Following a yearlong hiatus, the nonprofit organization Artstra will host Clark County’s eighth Open Studios Tour from 10 a.m. to 5 p.m. on Nov. 6 and Nov. 7.
The popular self-guided tour celebrates the creativity of local artists and artisans as they open their doors to the public.
“It’s an opportunity for the community to get out and experience the life of an artist,” said Open Studios Director Jennifer Williams. “With so many different types of artists being featured, there’s something for everyone’s liking.”
Williams was inspired to start the event in 2013 after she attended Artstra’s Arts and Cultural Summit the year prior. The community was invited to discuss art and what they wanted to see, and according to Williams, feedback overwhelmingly showed many people wanted an Open Studios Tour, which Clark County didn’t have at that time.

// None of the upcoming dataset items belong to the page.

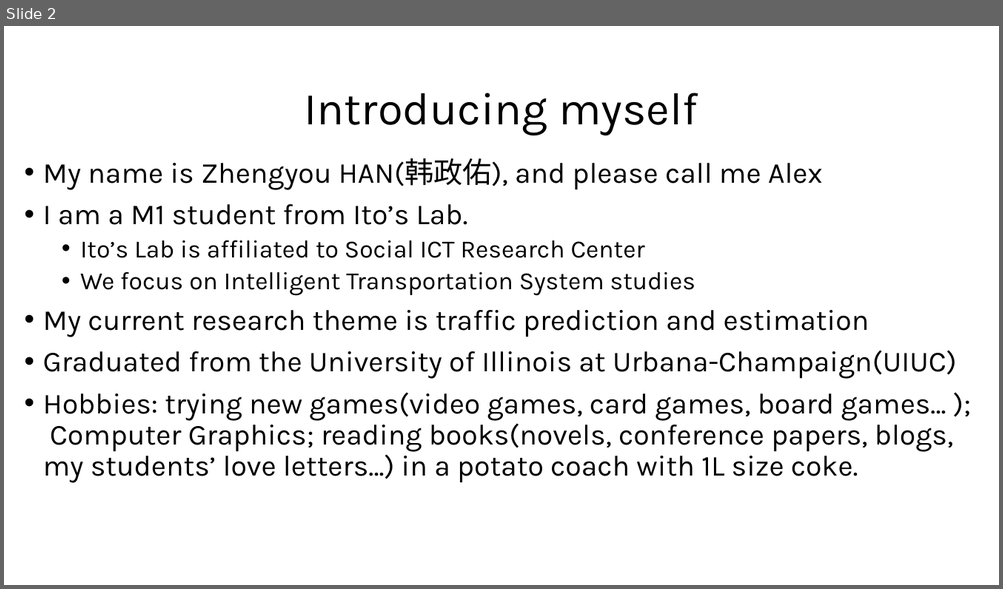
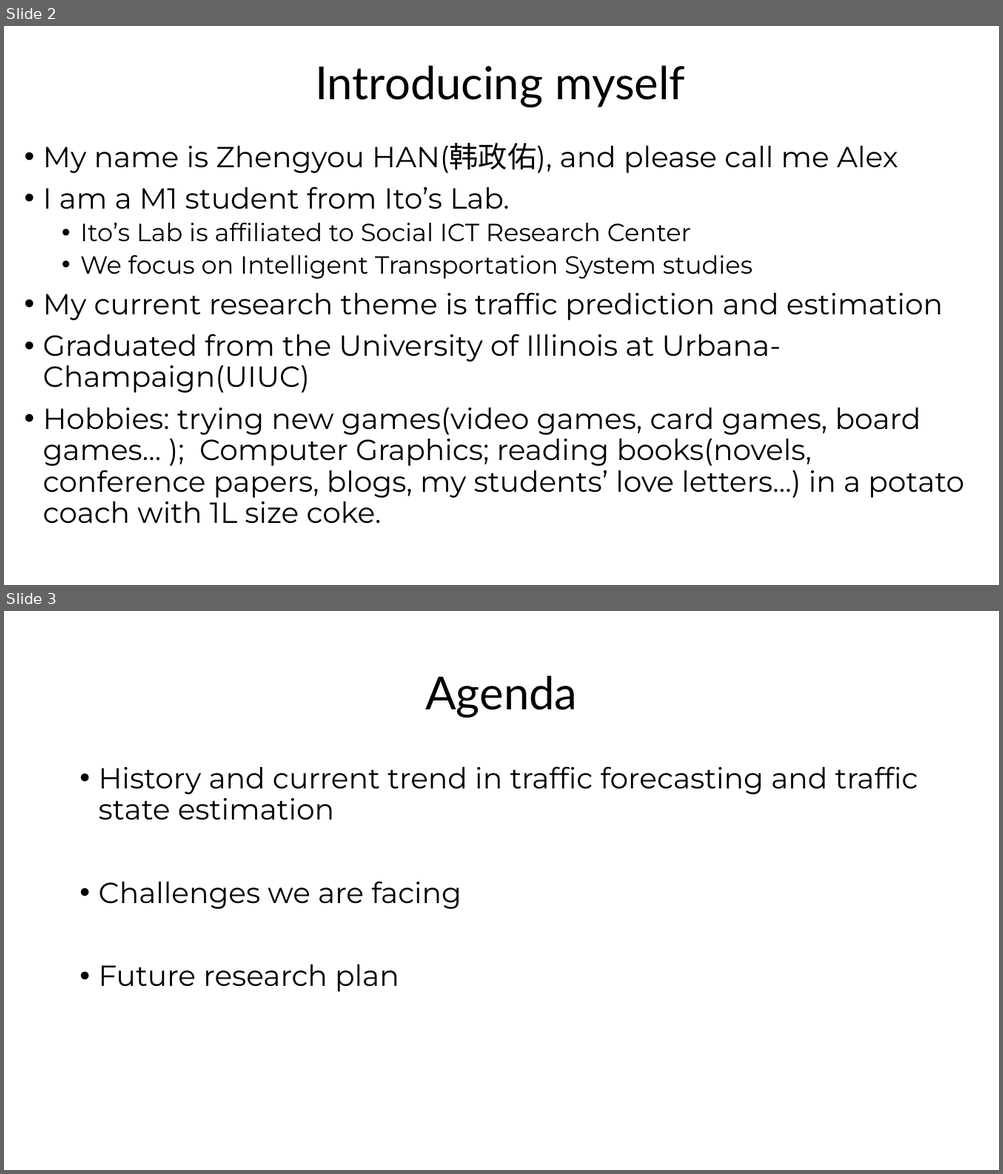
Before and after one commit to zhengyouhan/TransInfos24, a slide deck: Rinko_Drafts/A Brief Survey on Deep Learning in.pptx. Shown one above the other, each under a label of ours: slide 2 before the commit, slides 2 and 3 after it. The pictures are 1003x589 and 1003x1174 pixels, drawn with LibreOffice and Linux fonts; fonts in the diff are those of the drawing. Boxes give left, top, right and bottom in pixels: in the first picture for what was removed or moved away, otherwise in the second. Text is boxed around its words. In the diff, an @@ line names an element or a change of style, - is before the commit and + after.

```diff
--- a/Rinko_Drafts/A Brief Survey on Deep Learning in.pptx
+++ b/Rinko_Drafts/A Brief Survey on Deep Learning in.pptx
@@ slide 3 added at bbox=[4, 611, 999, 1170], background #FFFFFF @@
@@ title added at bbox=[425, 675, 577, 718], 44 pt, text #000000 @@
+Agenda
@@ text added at bbox=[99, 766, 918, 992], 28 pt, text #000000 @@
+• History and current trend in traffic forecasting and traffic state estimation
+• Challenges we are facing
+• Future research plan
@@ slide 2 changed as well @@
@@ title "Introducing myself": place and size @@
-title "Introducing myself" at bbox=[304, 93, 697, 136]
+title "Introducing myself" at bbox=[315, 65, 685, 107]
@@ title "Introducing myself" at bbox=[315, 65, 685, 107]: font Karla to Lato @@
@@ text "My name is Zhengyou HAN(韩政佑), ...": place and size @@
-text "My name is Zhengyou HAN(韩政佑), ..." at bbox=[43, 158, 956, 483]
+text "My name is Zhengyou HAN(韩政佑), ..." at bbox=[43, 143, 964, 524]
@@ text "My name is Zhengyou HAN(韩政佑), ..." at bbox=[43, 143, 964, 524]: font Karla to Montserrat @@
```
Also in this commit, not shown: 2 other slides changed, 2 other slides added, 1 slide removed.

Since Williams would often take her friends to other people’s studios for fun, she decided a larger event of a similar nature was needed in the community because it allows artists to show their work to a larger audience.
“The real reason I did it was I had accidentally met a couple of artists through different means such as Michelle Allen,” Williams said. “She has been an artist in the community for 20 years and so have I, and we’ve never crossed paths or had any idea what each other’s art looked like. So the point of all this is that Open Studios uncovers the amazing art community that we have here. There’s always been artists here, but nobody knew about them.”
An example of an artist being featured in the tour is Ann Fleming, who just moved from White Salmon to Ridgefield. She is a bronze sculptor, ceramics artist, and painter whose had her painting, “Release Peace,” featured in the Open Studios Tour’s marketing material. Williams felt the image was inspirational for this year.
Other examples include Connie Ford, who weaves baskets using sweet grass, red and yellow cedar, willow, driftwood, bark and yard cuttings. Then there’s Anne Gilmour, who has her studio on a farm. Gilmour collects wool from the sheep she raises, which she later threads and weaves.
Although she was not a featured artist on the last few tours, Williams will be a participant again this year as she shows off her environmental landscape paintings.
“I haven’t had my studio open in four years because I’ve just been painting from my galleries and I’ve been too busy directing the tour,” Williams said. “I’m very excited to be back on the tour this year as a participant and (am) looking forward to reconnecting with the community.”
Not only are the works of art worth highlighting, but their location is a fun spectacle in itself. Williams mentioned Mary Grout, who lives by the Lewis River in Woodland, and does ceramic work.
“So you’re not only seeing their art, but you’re getting the whole package,” Williams said.
Since there are 50 featured artists strewn throughout Clark County, Williams suggests looking at the artist directory map on Artstra’s website to find the artists located in the vicinity of where the tour participant lives.
“Who knows, maybe your neighbor is an artist and you’ve never known it,” she said.
Another way to whittle down the options, Williams said, is for participants to go online to see whose work they’re interested in by looking at the category filters on Artstra’s artist page featured on its website.
For example, someone who has taken a glassmaking class and wants to learn more, can go online to see who makes glass art. For those who are not comfortable navigating the map online, Williams said people can turn the map into a PDF and print it out.
The Open Studios artist’s list, which has the filters, can be found online at artstra.org/2021-open-studios-artists.